START Data shown
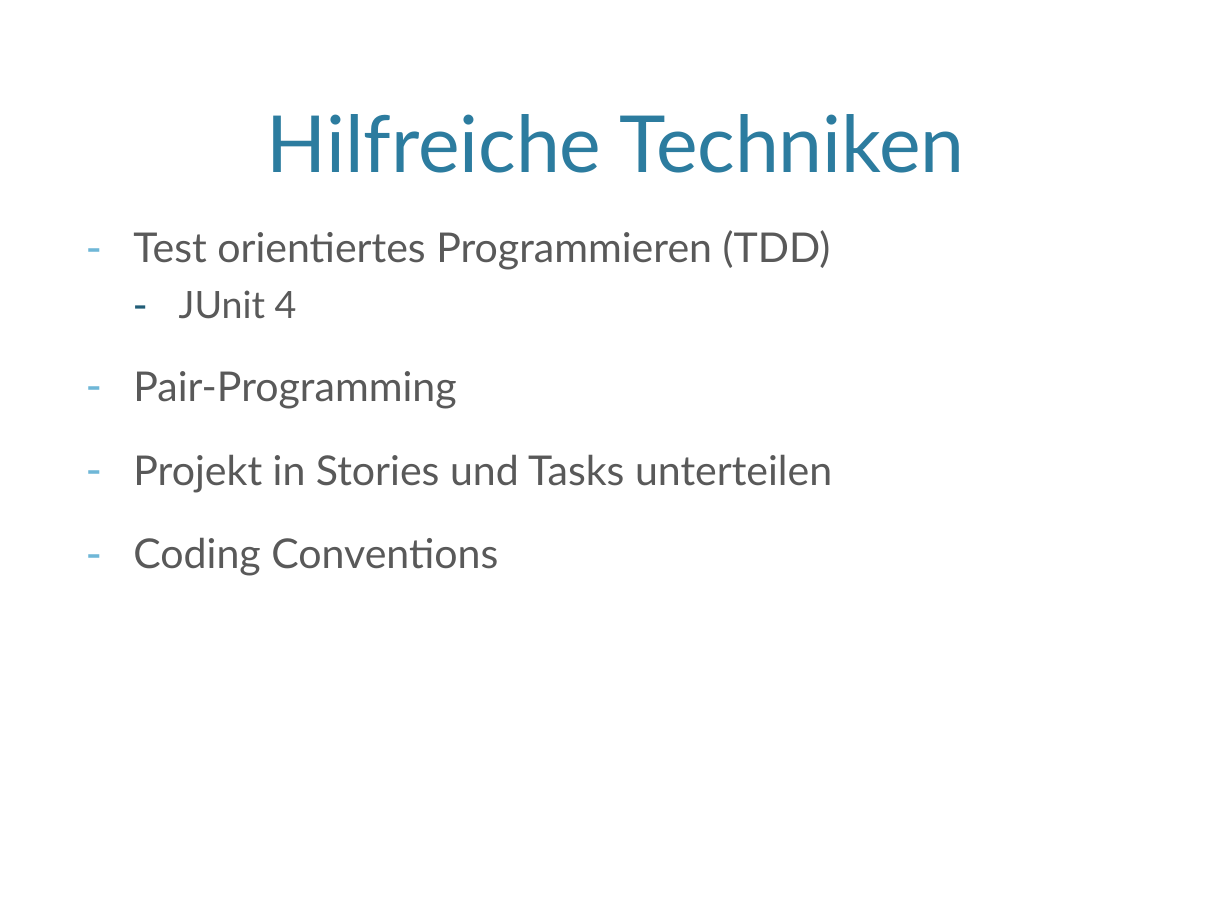
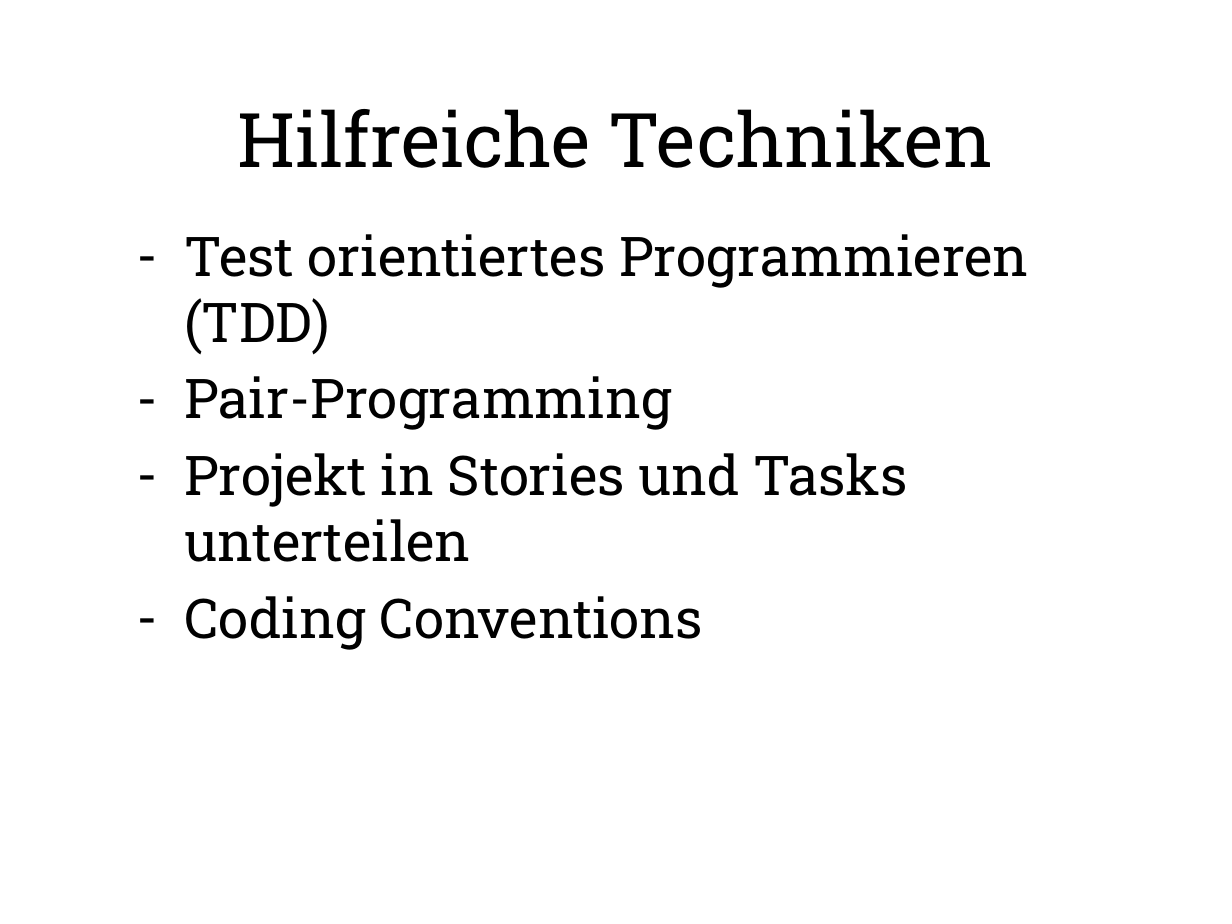
Before and after one commit to SWT-Projektgruppe-2015/Rollenspielmanager, a slide deck: slide 4 of Dokumente/SWT-Vortrag/SWTStudentenVortrag.pptx. Drawn at 1232x924 pixels with LibreOffice and Linux fonts; fonts in the diff are those of the drawing; background and template pictures are left out. Boxes give left, top, right and bottom in pixels: in the first picture for what was removed or moved away, otherwise in the second. Text is boxed around its words. In the diff, an @@ line names an element or a change of style, - is before the commit and + after.

```diff
--- a/Dokumente/SWT-Vortrag/SWTStudentenVortrag.pptx
+++ b/Dokumente/SWT-Vortrag/SWTStudentenVortrag.pptx
@@ title "Hilfreiche Techniken" moved from (x1=267, y1=114, x2=965, y2=173) to (x1=238, y1=109, x2=993, y2=168) @@
@@ title "Hilfreiche Techniken" at (x1=238, y1=109, x2=993, y2=168): size 46 to 44 pt, font Lato to Roboto Slab, text colour #2C7C9F to #000000; vertical alignment bottom to middle @@
@@ text "Test orientiertes Programmieren (TDD)" moved from (x1=133, y1=230, x2=832, y2=576) to (x1=184, y1=234, x2=1029, y2=650) @@
@@ text "Test orientiertes Programmieren (TDD)" at (x1=184, y1=234, x2=1029, y2=650): size 24 to 32 pt, font Lato to Roboto Slab, text colour #595959 to #000000; less space between paragraphs @@
@@ text at (x1=179, y1=290, x2=297, y2=319): paragraph removed @@
-  – JUnit 4
```
Also in this commit, not shown: 7 other slides changed, 1 slide removed.
END Data shown
_Requirement_
Tell how many lines in the material contain the string "title". Nothing but the number is needed.

_Response box_
2